The simplified description of the operation of lasers, presented in Section 3.1 of Chapter 3, rests on the assumption of the infinite transverse extent of the laser cavity, so that the circulating light fields can be represented by plane waves. This is obviously a somewhat unrealistic assumption; the various components of a laser cavity are of limited spatial extent, more usually transverse dimensions are of the order of a centimetre. If the light waves were really plane waves, the diffraction at one of these aperture-limiting components would make impossible reproduction of the form of the wavefront after a complete cavity round trip and would, furthermore, introduce severe losses. In practice diffraction losses are compensated for by the use of focusing elements such as concave mirrors, but a theoretical treatment of the light field based on plane waves is then inappropriate.

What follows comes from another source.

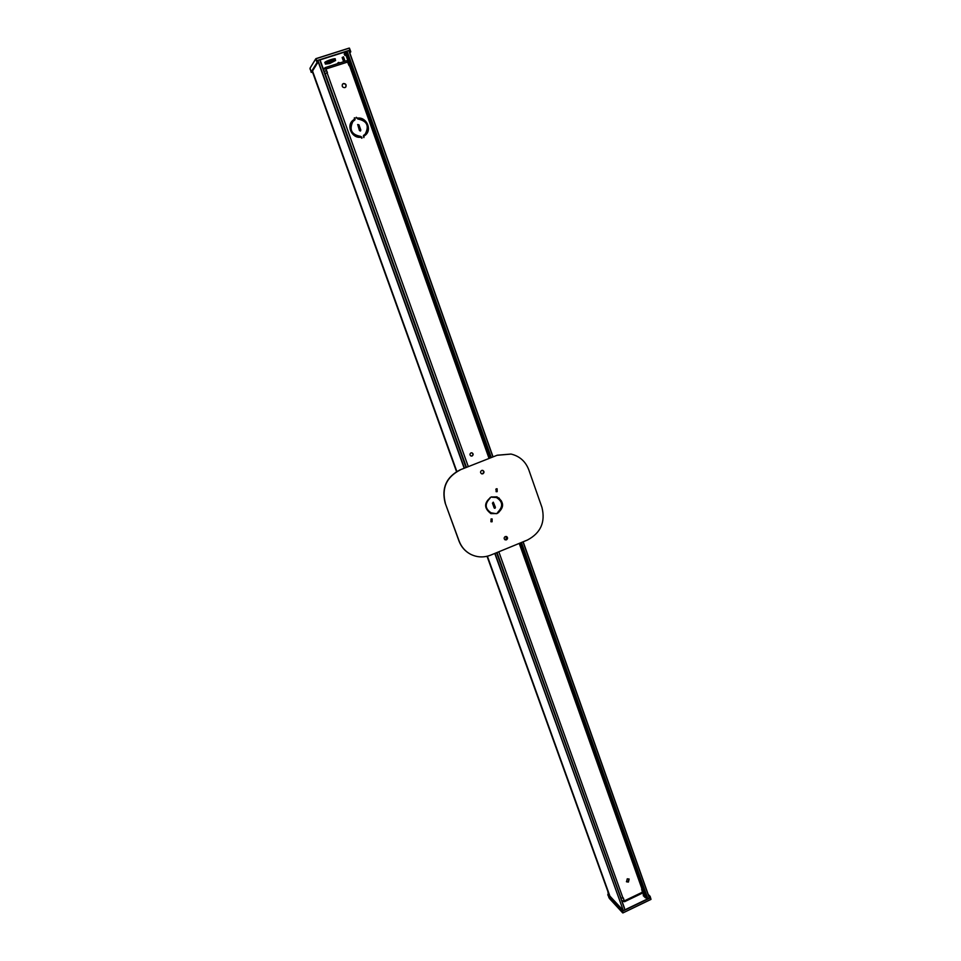 <?xml version="1.0" encoding="UTF-8"?>
<svg xmlns="http://www.w3.org/2000/svg" width="961" height="961" viewBox="0 0 961 961"><rect width="100%" height="100%" fill="white"/><g stroke="black" fill="none" stroke-linecap="round" stroke-linejoin="round"><path stroke-width="1.44" d="M471.058 456.043L471.899 455.958C473.317 454.841 473.28 453.784 471.815 452.799M470.986 452.883L471.923 452.811C473.485 453.76 473.545 454.829 472.103 456.007L471.154 456.079C469.617 455.118 469.557 454.048 470.986 452.883M360.387 131.032L359.426 130.528L357.708 124.522L358.946 124.834L360.819 130.071L360.387 131.032M363.835 137.603L363.414 135.501L365.192 134.132C369.468 125.891 367.018 120.858 357.828 119.008L356.267 117.626L357.696 118.131C366.177 116.774 372.147 129.134 365.769 134.792L364.015 136.138L363.835 137.603M361.853 138.264L360.675 137.219C352.459 138.576 346.332 126.816 352.219 120.918L354.357 119.188L354.357 117.843L355.065 118.023L354.993 119.813L352.879 121.53C349.011 129.759 351.558 134.696 360.543 136.354L361.937 137.255L361.853 138.264M481.593 473.797L482.494 473.701C483.972 472.584 483.984 471.455 482.554 470.337M482.662 470.349C484.188 471.443 484.2 472.584 482.698 473.761L481.701 473.845L482.698 473.761C484.2 472.584 484.188 471.443 482.662 470.349M504.933 539.734L506.039 539.662L506.351 536.466M506.459 536.502C507.732 537.631 507.66 538.725 506.255 539.758L505.042 539.794L506.255 539.758C507.66 538.725 507.732 537.631 506.459 536.502M626.416 881.657L628.146 881.802L628.975 878.943M627.257 878.798L629.131 879.075L628.422 882.078L626.548 881.802L627.257 878.798M494.422 508.225L495.203 507.264L493.221 502.183M495.011 508.261L494.134 507.864L492.44 503.144L493.329 502.207L495.42 507.336L495.011 508.261M496.14 489.221L496.789 489.197L496.825 491.143L496.164 491.167L496.14 489.221M496.068 491.131L496.681 489.173M491.047 519.336L491.768 519.324L491.732 521.246L490.999 521.246L491.047 519.336M490.903 521.198L491.66 519.288M345.744 87.079C346.404 84.856 345.588 83.727 343.293 83.715L342.428 84.292M343.437 83.535C345.792 83.595 346.585 84.736 345.816 86.995L344.891 87.631C342.548 87.595 341.756 86.454 342.5 84.208L343.437 83.535M350.657 65.48L349.071 65.636L346.957 60.663L325.395 67.582M325.647 68.435L327.449 72.568L325.178 73.637L466.469 467.358L325.178 73.637M621.034 898.079L497.029 552.527L621.034 898.079L623.353 897.97L624.518 901.73L623.208 898.042M642.597 892.829L641.672 889.189L642.885 887.964L520.381 542.929M490.735 513.558L496.873 513.486C504.237 507.72 504.225 502.171 496.849 496.825C503.696 501.282 504.225 506.567 498.399 512.681L498.002 512.934M490.422 497.39L489.858 498.459C484.62 503.888 485.005 508.669 491.047 512.802L496.296 513.703M497.45 513.234L497.99 512.009C503.3 506.411 502.807 501.594 496.513 497.57L491.636 496.873M360.579 130.924L358.801 124.99L357.636 124.594M363.642 135.321L365.12 134.204M363.907 137.579L363.919 136.594M365.709 134.864C371.967 129.158 365.985 116.93 357.552 118.287L357.696 118.131M357.084 117.975L356.291 117.278M361.925 138.24L360.543 136.354M352.807 121.603L352.735 121.675C348.867 129.903 351.426 134.84 360.399 136.498M354.921 119.885L354.297 117.927M354.128 119.416L352.146 121.002M325.587 68.459L327.269 72.616M489.858 498.459L489.654 498.387C484.404 503.816 484.8 508.597 490.831 512.73L490.939 512.766M489.654 498.387L490.206 497.51M492.08 497.221L492.753 497.305M496.405 497.534L492.537 497.233M498.194 512.609C503.972 506.555 503.492 501.282 496.741 496.789M642.801 892.397L642.921 891.279M621.767 900.553L622.704 901.538L624.109 901.394M325.19 67.75L323.364 69.036M348.158 61.456L347.137 60.747M643.149 891.832L642.068 890.294M642.885 891.123L642.116 888.961L642.573 891.724M623.869 900.721L622.464 900.877L622.704 901.538M621.539 899.892L622.464 900.877M324.41 71.967L326.368 70.093M323.785 68.387L323.665 69.877M324.085 69.24L325.503 68.603M347.594 61.54L347.894 60.639M347.798 62.057L349.612 65.456L348.194 61.504M492.044 518.916L491.888 521.691L490.915 521.727M491.071 518.952L492.14 518.952L492.08 521.775L491.011 521.775L491.071 518.952M491.179 497.041L496.945 496.849C504.417 502.171 504.465 507.732 497.065 513.558L490.927 513.63C483.791 508.189 483.876 502.651 491.179 497.041M497.029 488.765L496.981 491.6L496.116 491.66M496.176 488.825L497.125 488.789L497.173 491.66L496.212 491.696L496.176 488.825M505.27 536.538L506.567 536.538C507.937 537.643 507.888 538.749 506.447 539.842L505.138 539.83C503.78 538.725 503.828 537.619 505.27 536.538M481.677 470.434L482.758 470.373C484.38 471.431 484.416 472.572 482.878 473.809L481.785 473.869C480.188 472.812 480.152 471.671 481.677 470.434M511 454.048L497.257 455.214L460.007 469.905C446.3 476.98 441.363 488.044 445.183 503.083L458.974 540.995C461.196 546.845 464.992 551.23 470.373 554.137L470.47 554.185M497.257 455.214L460.007 469.905M497.45 455.262L511.108 454.072C519.673 456.175 525.571 461.436 528.802 469.845L541.956 507.432C545.56 522.111 540.719 532.971 527.445 540.022L490.819 555.074C483.876 557.776 477.124 557.5 470.554 554.233C465.172 551.326 461.364 546.941 459.142 541.079L458.974 540.995M445.183 503.083L459.142 541.079M445.351 503.156C441.531 488.104 446.469 477.04 460.187 469.965M608.373 892.877L609.322 895.484L622.464 909.647L621.623 910.031L608.505 895.868L607.881 891.484M651.005 899.328L650.116 896.337L648.867 896.301M621.863 910.019L622.944 912.926L650.957 899.352L622.944 912.914M648.194 894.415L650.104 896.313M649.516 896.697L649.636 898.211L623.184 910.944L622.464 909.659L623.184 910.944M649.852 897.718L647.906 898.859L521.439 542.497M609.01 894.643L609.166 895.304M644.987 897.009L643.317 895.832M644.447 896.973L643.365 894.379M644.495 895.64L643.293 894.487M337.816 62.994L339.653 62.994M324.974 62.909L324.746 62.513C325.551 60.987 336.566 57.48 335.245 59.174L335.185 59.246M330.788 61.912L328.818 62.921L330.788 61.912M329.731 63.498L325.431 64.123L331.317 61.108L335.605 60.495L329.731 63.498M315.749 58.813L310.103 68.039L315.941 58.645L349.203 48.074L350.789 51.762L349.864 53.083M310.043 68.207L315.761 58.837L317.034 62.525L318.019 62.201L312.277 71.402L312.625 72.399M312.818 72.916L311.316 71.715L317.034 62.525M349.612 52.362L350.789 51.774M317.839 62.225L317.647 60.387L349.023 50.404L349.816 52.086M349.023 50.404L349.155 51.077M344.17 54.08L345.191 53.035M345.275 53.275L345.251 55.414L344.699 53.299M323.617 68.651L322.968 67.943M340.098 62.861L338.512 62.417L337.539 63.678M497.45 512.85L498.279 511.817M521.222 542.581L647.906 898.859M647.666 898.871L646.801 898.331L520.598 542.845M520.574 542.857L646.801 898.331M646.765 898.319L520.502 542.881L646.633 898.175M646.393 897.502L645.66 897.85L642.441 888.769M642.236 888.901L645.66 897.85M645.42 897.862L643.161 891.868L645.191 897.598M643.882 894.15L642.717 892.985M496.597 552.707L624.434 907.977M647.654 898.859L624.926 909.803L496.741 552.647M624.83 909.971L623.353 910.68L495.011 553.356M494.783 553.452L623.353 910.68M466.025 467.539L319.665 59.75L317.911 60.303L464.415 468.175M348.939 50.465L493.053 456.871L348.939 50.477L347.041 51.041L491.299 457.568M337.683 63.126L338.284 62.741M642.008 889.021L519.228 543.397M489.053 458.457L349.468 65.504M347.774 62.009L326.139 68.928M327.04 72.688L468.295 466.638M498.831 551.794L623.004 898.139M624.386 900.853L642.693 892.06M623.653 900.829L623.893 901.49M325.25 68.675L324.938 67.835M608.745 893.91L608.818 894.799M650.957 899.352L650.008 896.469M609.622 898.715L608.793 897.418M621.623 910.031L622.692 912.878L609.586 898.667L608.505 895.868M650.116 896.349L650.969 899.412L622.944 912.926L609.598 898.691L607.76 894.679M622.728 910.788L622.356 909.779M649.276 896.709L649.24 897.346M644.603 895.94L644.891 896.757M644.423 895.616L643.161 894.631M609.767 895.952L487.323 556.227M456.775 471.467L312.469 71.102M335.605 60.483L335.173 59.186L330.872 59.846L325.01 62.657L325.431 64.123M315.941 58.645L349.203 48.074M309.959 68.784L311.316 71.715M311.172 72.339L310.091 68.123M317.262 62.417L315.989 58.729L349.263 48.158L350.633 51.786M349.564 50.693L350.056 51.966M319.917 59.942L346.885 51.365M345.143 55.414L345.684 54.633M649.468 897.994L523.156 541.788L649.48 898.018M348.771 50.489L492.909 456.931M523.012 541.848L649.372 898.151M317.683 60.411L464.187 468.259M609.887 896.084L487.395 556.203L609.887 896.084M456.835 471.431L312.529 71.018L456.835 471.431M466.181 467.478L320.073 60.375M501.966 502.507L501.558 501.354M367.931 125.603L367.474 124.317M345.059 61.264L343.461 56.783M346.813 51.149L491.083 457.652M520.802 542.761L647.041 898.415L520.814 542.749M490.663 457.808L346.453 51.522L490.651 457.82M502.147 503.264L501.222 500.657M368.135 126.444L367.102 123.537M344.963 61.3L343.377 56.843M502.171 506.483L501.726 505.246M499.78 499.744L499.24 498.23M496.681 491.047L496.044 489.269M368.195 129.915L367.619 128.293M365.444 122.203L364.94 120.762M343.906 61.636L342.368 57.324M490.446 457.904L346.224 51.678M347.894 60.627L345.035 52.591L347.882 60.627M342.284 57.384L343.81 61.672M364.796 120.63L365.276 121.999M367.607 128.558L368.159 130.095M495.972 489.317L496.597 491.083M499.107 498.122L499.624 499.576M501.726 505.486L502.135 506.651M346.2 51.702L490.41 457.916M466.325 467.418L320.241 60.363L466.325 467.418M345.143 52.435L349.744 65.42M502.074 506.952L501.69 505.87M499.36 499.312L498.867 497.942L499.348 499.3M496.441 491.131L495.84 489.413L496.441 491.131M364.988 121.687L364.543 120.425L364.988 121.687M343.654 61.72L342.164 57.552L343.642 61.72M490.338 457.941L346.14 51.786L490.338 457.941M349.996 65.348L345.371 52.326M350.801 65.3L490.218 457.989M642.813 892.937L624.518 901.718M325.335 67.57L346.957 60.663M643.414 895.568L643.329 894.367M609.226 895.244L487.047 556.287M456.523 471.611L312.277 71.414M349.432 48.134L350.801 51.762M344.819 55.257L344.434 54.236M502.074 506.964L501.69 505.882"/></g></svg>

A more useful description of the intracavity light field is one in terms of a wave with a non-uniform transverse spatial distribution which also takes into account the question of the stability of the wave propagating in the cavity. This description must also account for diffraction effects and the reflections on the cavity mirrors. Such a stable light field is known as a transverse mode of the cavity.
In general, finding an expression for the transverse modes of an arbitrary cavity is a complicated problem. Fortunately for the cavity geometries most commonly employed in continuous-wave lasers (and most particularly for a linear cavity composed of two concave mirrors) classes of simple solutions exist: the transverse Gaussian modes.